Friday, February 12, 2010
so before i finish this bag of kettle corn all by myself, i think it's time to start decluttering my mind and my heart.
waiting in the PICU is a strange thing. it's GREAT in the sense that things are staying the same or if you're lucky, they're getting better. but now i find my mind wandering and asking myself questions that i don't know the answers to.
because sometimes there are miracles and sometimes there are not.
i already know that "WHY?" is the least productive question on the planet. so i'm not even touching it.
it's all so relative here...low flow, high flow, intubation, life support, brain activity, oxygen saturations, spontaneous breathing trials...but one thing is the same. the faces of parents with a kid in this hospital. we smile knowingly as we pass in the halls, silently communicating that we're sorry, we know what you're going through, hang in there...
and nobody's sorrow is really deeper than anyone else's because it is theirs. it's all they know. and it's hard.
and all these prayers? how is it that verbally expressing our desires and well wishes to our Maker in behalf of loved ones and even strangers REALLY makes a difference? all i know is that it does. we can FEEL your prayers. sometimes i don't even notice it and sometimes it's overwhelming and keeps me hanging on.
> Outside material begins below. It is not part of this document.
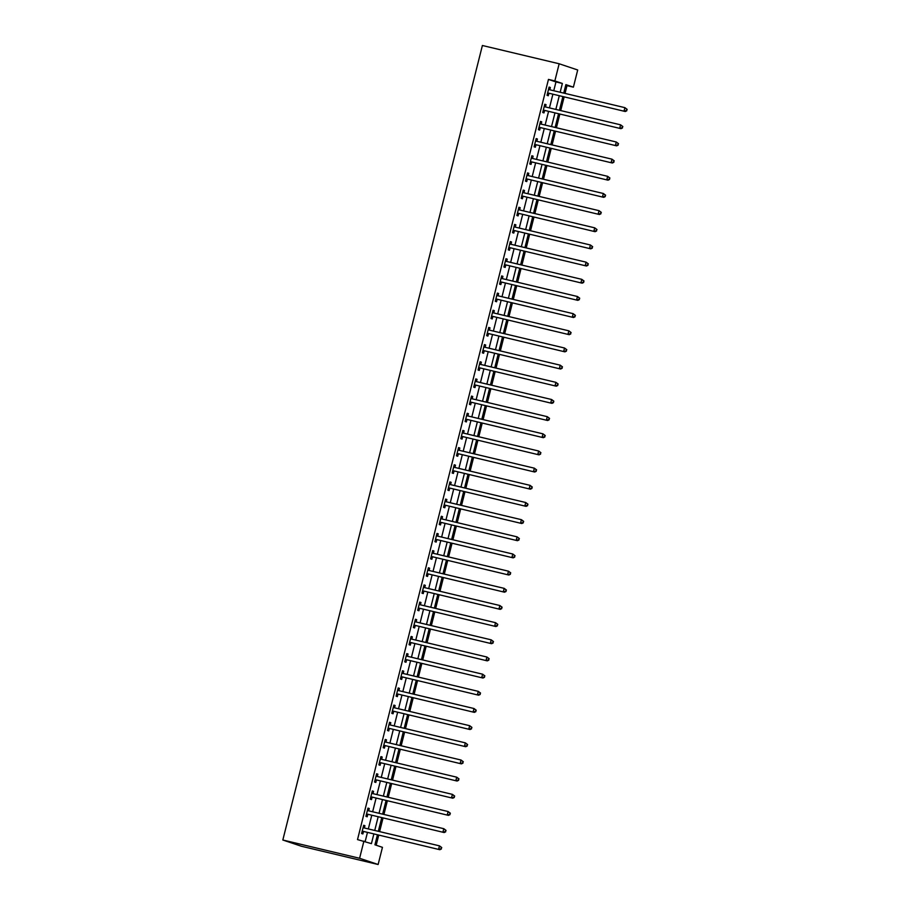 <?xml version="1.0" encoding="UTF-8"?>
<svg xmlns="http://www.w3.org/2000/svg" width="910" height="910" viewBox="0 0 910 910"><rect width="100%" height="100%" fill="white"/><g stroke="black" fill="none" stroke-linecap="round" stroke-linejoin="round"><path stroke-width="1.36" d="M377.434 834.857L374.931 844.81L382.45 847.335L378.128 864.5L301.358 846.232L282.828 840.01L482.391 45.5L559.161 63.768L554.85 80.933L548.457 79.409L357.516 839.589L371.428 843.638L373.839 834.004M559.161 63.768L577.702 69.99L573.391 87.155L565.872 84.63L563.745 93.104M565.03 93.412L566.987 85.631L573.391 87.155M376.194 845.231L378.719 835.164M379.618 831.615L383.03 817.999M383.929 814.45L387.341 800.834M388.24 797.285L391.653 783.658M392.551 780.109L395.975 766.493M396.862 762.944L400.286 749.328M401.173 745.779L404.597 732.163M405.485 728.614L408.909 714.998M409.796 711.449L413.22 697.822M414.107 694.273L417.531 680.657M418.418 677.108L421.842 663.492M422.729 659.943L426.153 646.327M427.052 642.779L430.464 629.151M431.363 625.602L434.775 611.986M435.674 608.437L439.086 594.821M439.985 591.272L443.409 577.657M444.296 574.108L447.72 560.48M448.607 556.931L452.031 543.315M452.918 539.766L456.342 526.151M457.229 522.602L460.653 508.986M461.541 505.437L464.964 491.821M465.852 488.272L469.276 474.645M470.163 471.096L473.587 457.48M474.485 453.931L477.898 440.315M478.796 436.766L482.209 423.15M483.108 419.601L486.52 405.974M487.419 402.425L490.843 388.809M491.73 385.26L495.154 371.644M496.041 368.095L499.465 354.479M500.352 350.93L503.776 337.303M504.663 333.754L508.087 320.138M508.974 316.589L512.398 302.973M513.285 299.424L516.709 285.808M517.597 282.259L521.02 268.643M521.919 265.094L525.332 251.467M526.23 247.918L529.643 234.302M530.541 230.753L533.954 217.137M534.852 213.588L538.276 199.972M539.164 196.423L542.587 182.796M543.475 179.247L546.899 165.631M547.786 162.082L551.21 148.466M552.097 144.917L555.521 131.302M556.408 127.753L559.832 114.125M560.719 110.576L564.143 96.96M566.987 85.631L565.724 85.21M365.172 841.534L367.447 832.479M368.334 828.93L371.758 815.314M372.645 811.765L376.069 798.15M376.956 794.601L380.38 780.985M381.267 777.436L384.691 763.808M385.59 760.26L389.002 746.644M389.901 743.095L393.313 729.479M394.212 725.93L397.625 712.314M398.523 708.765L401.947 695.138M402.834 691.589L406.258 677.973M407.145 674.424L410.569 660.808M411.457 657.259L414.88 643.643M415.768 640.094L419.191 626.478M420.079 622.929L423.503 609.302M424.39 605.753L427.814 592.137M428.701 588.588L432.125 574.972M433.024 571.423L436.436 557.807M437.335 554.258L440.747 540.631M441.646 537.082L445.058 523.466M445.957 519.917L449.381 506.301M450.268 502.752L453.692 489.136M454.579 485.587L458.003 471.96M458.89 468.411L462.314 454.795M463.201 451.246L466.625 437.63M467.512 434.081L470.936 420.465M471.824 416.916L475.248 403.301M476.135 399.752L479.559 386.124M480.457 382.575L483.87 368.959M484.768 365.411L488.181 351.795M489.079 348.246L492.492 334.63M493.391 331.081L496.814 317.453M497.702 313.904L501.126 300.289M502.013 296.74L505.437 283.124M506.324 279.575L509.748 265.959M510.635 262.41L514.059 248.783M514.946 245.234L518.37 231.618M519.257 228.069L522.681 214.453M523.568 210.904L526.992 197.288M527.891 193.739L531.303 180.123M532.202 176.574L535.615 162.947M536.513 159.398L539.926 145.782M540.824 142.233L544.248 128.617M545.135 125.068L548.559 111.452M549.447 107.903L552.87 94.276M553.758 90.727L555.964 81.934L548.457 79.409M549.799 89.737L550.357 87.496L549.105 87.076L547.035 95.322L548.286 95.743L548.855 93.502M545.488 106.902L546.045 104.661L544.794 104.24L542.724 112.487L543.975 112.908L544.544 110.667M541.177 124.067L541.734 121.838L540.483 121.417L538.413 129.652L539.664 130.073L540.233 127.844M536.866 141.232L537.423 139.002L536.172 138.582L534.102 146.817L535.353 147.238L535.922 145.008M532.555 158.397L533.112 156.167L531.861 155.746L529.791 163.993L531.042 164.403L531.599 162.173M528.244 175.573L528.801 173.332L527.55 172.911L525.479 181.158L526.731 181.579L527.288 179.338M523.933 192.738L524.49 190.508L523.239 190.088L521.168 198.323L522.42 198.744L522.977 196.514M519.61 209.903L520.179 207.673L518.928 207.252L516.857 215.488L518.109 215.909L518.666 213.679M515.299 227.068L515.868 224.838L514.616 224.417L512.546 232.653L513.797 233.074L514.355 230.844M510.988 244.244L511.557 242.003L510.305 241.582L508.235 249.829L509.486 250.25L510.044 248.009M506.677 261.409L507.245 259.168L505.983 258.747L503.912 266.994L505.175 267.415L505.733 265.174M502.365 278.574L502.923 276.344L501.672 275.923L499.601 284.159L500.853 284.58L501.421 282.35M498.054 295.739L498.612 293.509L497.361 293.088L495.29 301.324L496.541 301.745L497.11 299.515M493.743 312.915L494.301 310.674L493.049 310.253L490.979 318.5L492.23 318.921L492.799 316.68M488.181 329.659L489.398 330.125L489.989 327.839L488.738 327.418L486.668 335.665L487.919 336.086L488.488 333.845M485.121 347.245L485.678 345.015L484.427 344.594L482.357 352.83L483.608 353.251L484.165 351.021M480.81 364.409L481.367 362.18L480.116 361.759L478.046 369.995L479.297 370.415L479.854 368.186M476.499 381.574L477.056 379.345L475.805 378.924L473.735 387.171L474.986 387.58L475.543 385.351M472.176 398.751L472.745 396.51L471.494 396.089L469.423 404.336L470.675 404.757L471.232 402.516M467.865 415.915L468.434 413.686L467.183 413.265L465.112 421.501L466.364 421.921L466.921 419.692M463.554 433.08L464.123 430.851L462.86 430.43L460.801 438.665L462.052 439.086L462.61 436.857M459.243 450.245L459.812 448.016L458.549 447.595L456.479 455.83L457.741 456.251L458.299 454.022M454.932 467.421L455.489 465.181L454.238 464.76L452.168 473.007L453.419 473.427L453.988 471.187M450.621 484.586L451.178 482.346L449.927 481.925L447.857 490.171L449.108 490.592L449.676 488.351M446.31 501.751L446.867 499.522L445.616 499.101L443.545 507.336L444.797 507.757L445.365 505.528M441.998 518.916L442.556 516.687L441.304 516.266L439.234 524.501L440.486 524.922L441.054 522.693M437.687 536.092L438.245 533.851L436.993 533.431L434.923 541.678L436.174 542.098L436.732 539.857M433.376 553.257L433.933 551.016L432.682 550.596L430.612 558.842L431.863 559.263L432.421 557.022M429.065 570.422L429.622 568.193L428.371 567.772L426.301 576.007L427.552 576.428L428.11 574.199M424.742 587.587L425.311 585.357L424.06 584.937L421.99 593.172L423.241 593.593L423.798 591.363M420.431 604.752L421 602.522L419.749 602.101L417.679 610.348L418.93 610.758L419.487 608.528M416.12 621.928L416.689 619.687L415.426 619.266L413.367 627.513L414.619 627.934L415.176 625.693M411.809 639.093L412.366 636.863L411.115 636.443L409.045 644.678L410.308 645.099L410.865 642.869M407.498 656.258L408.055 654.028L406.804 653.607L404.734 661.843L405.985 662.264L406.554 660.034M403.187 673.423L403.744 671.193L402.493 670.772L400.423 679.008L401.674 679.429L402.243 677.199M398.876 690.599L399.433 688.358L398.182 687.937L396.112 696.184L397.363 696.605L397.932 694.364M394.565 707.764L395.122 705.523L393.871 705.102L391.8 713.349L393.052 713.77L393.609 711.529M390.253 724.929L390.811 722.699L389.56 722.278L387.489 730.514L388.741 730.935L389.298 728.705M385.942 742.094L386.5 739.864L385.248 739.443L383.178 747.679L384.429 748.1L384.987 745.87M381.631 759.27L382.189 757.029L380.937 756.608L378.867 764.855L380.118 765.276L380.676 763.035M376.058 776.014L377.286 776.48L377.877 774.194L376.626 773.773L374.556 782.02L375.807 782.441L376.365 780.2M372.998 793.6L373.566 791.37L372.315 790.949L370.245 799.185L371.496 799.606L372.053 797.376M368.686 810.764L369.255 808.535L367.993 808.114L365.922 816.35L367.185 816.77L367.742 814.541M364.375 827.929L364.933 825.7L363.682 825.279L361.611 833.526L362.874 833.935L363.431 831.706M363.909 841.113L359.598 858.278L282.828 840.01M359.598 858.278L378.128 864.5M562.858 96.653L559.434 110.269M558.547 113.818L555.123 127.445M554.224 130.994L550.812 144.61M549.913 148.159L546.5 161.775M545.602 165.324L542.189 178.94M541.291 182.489L537.867 196.116M536.98 199.665L533.556 213.281M532.668 216.83L529.245 230.446M528.357 233.995L524.933 247.611M524.046 251.16L520.622 264.787M519.735 268.336L516.311 281.952M515.424 285.501L512 299.117M511.113 302.666L507.689 316.282M506.79 319.831L503.378 333.447M502.479 336.996L499.067 350.623M498.168 354.172L494.756 367.788M493.857 371.337L490.433 384.953M489.546 388.502L486.122 402.118M485.235 405.667L481.811 419.294M480.924 422.843L477.5 436.459M476.612 440.008L473.189 453.624M472.301 457.173L468.877 470.788M467.99 474.337L464.566 487.965M463.679 491.514L460.255 505.13M459.357 508.679L455.944 522.294M455.046 525.843L451.633 539.459M450.734 543.008L447.322 556.624M446.423 560.173L442.999 573.8M442.112 577.35L438.688 590.965M437.801 594.514L434.377 608.13M433.49 611.679L430.066 625.295M429.179 628.844L425.755 642.471M424.868 646.02L421.444 659.636M420.557 663.185L417.133 676.801M416.234 680.35L412.822 693.966M411.923 697.515L408.51 711.142M407.612 714.691L404.199 728.307M403.301 731.856L399.877 745.472M398.989 749.021L395.566 762.637M394.678 766.186L391.254 779.802M390.367 783.351L386.943 796.978M386.056 800.527L382.632 814.143M381.745 817.692L378.321 831.308M560.162 92.251L562.369 83.458L554.85 80.933M374.738 830.455L378.15 816.839M379.049 813.29L382.462 799.674M383.36 796.125L386.784 782.498M387.671 778.949L391.095 765.333M391.983 761.784L395.406 748.168M396.294 744.619L399.717 731.003M400.605 727.454L404.029 713.827M404.916 710.278L408.34 696.662M409.227 693.113L412.651 679.497M413.538 675.948L416.962 662.332M417.861 658.783L421.273 645.167M422.172 641.618L425.584 627.991M426.483 624.442L429.895 610.826M430.794 607.277L434.218 593.661M435.105 590.112L438.529 576.496M439.416 572.947L442.84 559.32M443.727 555.771L447.151 542.155M448.038 538.606L451.462 524.99M452.35 521.441L455.774 507.825M456.661 504.276L460.085 490.649M460.972 487.1L464.396 473.484M465.294 469.935L468.707 456.32M469.605 452.771L473.018 439.155M473.917 435.606L477.329 421.99M478.228 418.441L481.652 404.813M482.539 401.264L485.963 387.649M486.85 384.1L490.274 370.484M491.161 366.935L494.585 353.319M495.472 349.77L498.896 336.143M499.783 332.594L503.207 318.978M504.094 315.429L507.518 301.813M508.406 298.264L511.829 284.648M512.728 281.099L516.141 267.472M517.039 263.923L520.452 250.307M521.35 246.758L524.763 233.142M525.661 229.593L529.085 215.977M529.973 212.428L533.396 198.812M534.284 195.263L537.708 181.636M538.595 178.087L542.019 164.471M542.906 160.922L546.33 147.306M547.217 143.757L550.641 130.141M551.528 126.592L554.952 112.965M555.839 109.416L559.263 95.8M555.964 81.934L562.369 83.458M549.083 87.189L550.357 87.496M544.771 104.366L546.045 104.661M540.46 121.531L541.734 121.838M536.149 138.695L537.423 139.002M531.827 155.86L533.112 156.167M527.516 173.025L528.801 173.332M523.204 190.201L524.49 190.508M518.893 207.366L520.179 207.673M514.582 224.531L515.868 224.838M510.271 241.696L511.557 242.003M505.96 258.872L507.245 259.168M501.649 276.037L502.923 276.344M497.338 293.202L498.612 293.509M493.027 310.367L494.301 310.674M488.704 327.543L489.989 327.839M484.393 344.708L485.678 345.015M480.082 361.873L481.367 362.18M475.771 379.038L477.056 379.345M471.46 396.203L472.745 396.51M467.149 413.379L468.434 413.686M462.837 430.544L464.123 430.851M458.526 447.709L459.812 448.016M454.215 464.873L455.489 465.181M449.904 482.05L451.178 482.346M445.593 499.215L446.867 499.522M441.27 516.38L442.556 516.687M436.959 533.544L438.245 533.851M432.648 550.721L433.933 551.016M428.337 567.885L429.622 568.193M424.026 585.05L425.311 585.357M419.715 602.215L421 602.522M415.404 619.38L416.689 619.687M411.092 636.556L412.366 636.863M406.781 653.721L408.055 654.028M402.47 670.886L403.744 671.193M398.159 688.051L399.433 688.358M393.837 705.227L395.122 705.523M389.525 722.392L390.811 722.699M385.214 739.557L386.5 739.864M380.903 756.722L382.189 757.029M376.592 773.898L377.877 774.194M372.281 791.063L373.566 791.37M367.97 808.228L369.255 808.535M363.659 825.393L364.933 825.7M548.286 93.07L625.284 111.509L548.286 93.07A1.422 1.319 -71.4 0 0 547.786 93.047L547.604 93.082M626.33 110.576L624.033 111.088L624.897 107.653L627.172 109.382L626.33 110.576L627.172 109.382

and what about those who are doing this alone? who don't have their families, neighborhoods, and virtual friends rooting for them? i thought about them on sunday before this all happened. i wanted to let them know, whoever and wherever they are, that i think about them alot. alot more now that we're here.
i know we're lucky.
i know my kids are happy and having the time of their lives with aunties and cupcakes and sleepovers.
i know these people doing their jobs in this hospital are the best of the best.
i know sometime (i don't know when) i'll look back and i'll have learned something priceless.
i KNOW God is patient in my times of weakness.
and i know He already knows everything i'm trying to sort out.
and remembering all of this is when the peace comes. peace is more potent than understanding. peace is more powerful than my own weakness. peace obliterates the fear.